1001 Albums You Must Hear Before You Die: 44. The Beatles – A Hard Day’s Night (1964)
Although this is still very much the “Early Beatles” sound, all jangly rhythms and harmonic choruses, this is much more poppy and less R&B compared to With The Beatles. Probably because this is entirely original material (mostly Lennon or McCartney, with one Harrison).
The compositions are mainly catchy tunes with a familiar chorus and hook, pretty much quintessential pop styling, with the title track and Can’t Buy Me Love as the most famous tracks. There’s a contrast with the McCartney-penned And I Love Her, a slower more romantic piece, but the other tracks which don’t get the same airplay as most Beatles stuff are all pretty much of an ilk to these tracks on way or another. Harrison plays a 12-string Rickenbacker on many tracks, giving the album that classic jangly sound much emulated.

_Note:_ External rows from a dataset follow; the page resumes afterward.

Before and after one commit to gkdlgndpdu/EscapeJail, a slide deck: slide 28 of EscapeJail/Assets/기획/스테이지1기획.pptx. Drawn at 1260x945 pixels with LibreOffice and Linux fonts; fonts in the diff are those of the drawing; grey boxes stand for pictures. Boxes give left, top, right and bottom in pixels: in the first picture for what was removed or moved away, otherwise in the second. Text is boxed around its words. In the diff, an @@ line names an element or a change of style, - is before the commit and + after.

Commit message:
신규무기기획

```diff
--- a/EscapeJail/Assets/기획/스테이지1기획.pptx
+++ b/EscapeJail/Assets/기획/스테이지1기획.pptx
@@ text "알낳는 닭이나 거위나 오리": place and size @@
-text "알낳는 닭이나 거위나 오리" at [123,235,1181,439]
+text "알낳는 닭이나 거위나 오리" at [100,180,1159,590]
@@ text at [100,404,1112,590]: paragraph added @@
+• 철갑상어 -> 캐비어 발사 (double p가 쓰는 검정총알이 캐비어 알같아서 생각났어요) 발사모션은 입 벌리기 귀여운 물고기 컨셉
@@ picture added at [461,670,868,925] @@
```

With the last entry in this series, Dusty Springfield, I lamented that the three British acts so far were still covering American songs, and now that The Beatles are singing their own pieces it seems to me, although I may be imagining it, that John especially is allowing his natural accent to show through rather than affecting a mid-Atlantic sound. Which is good, and it’s kind of weird that we’ve had Cuban and African musicians on this list already that were able to sing in their own language, while (Liverpudlian) English has had to be American English until now.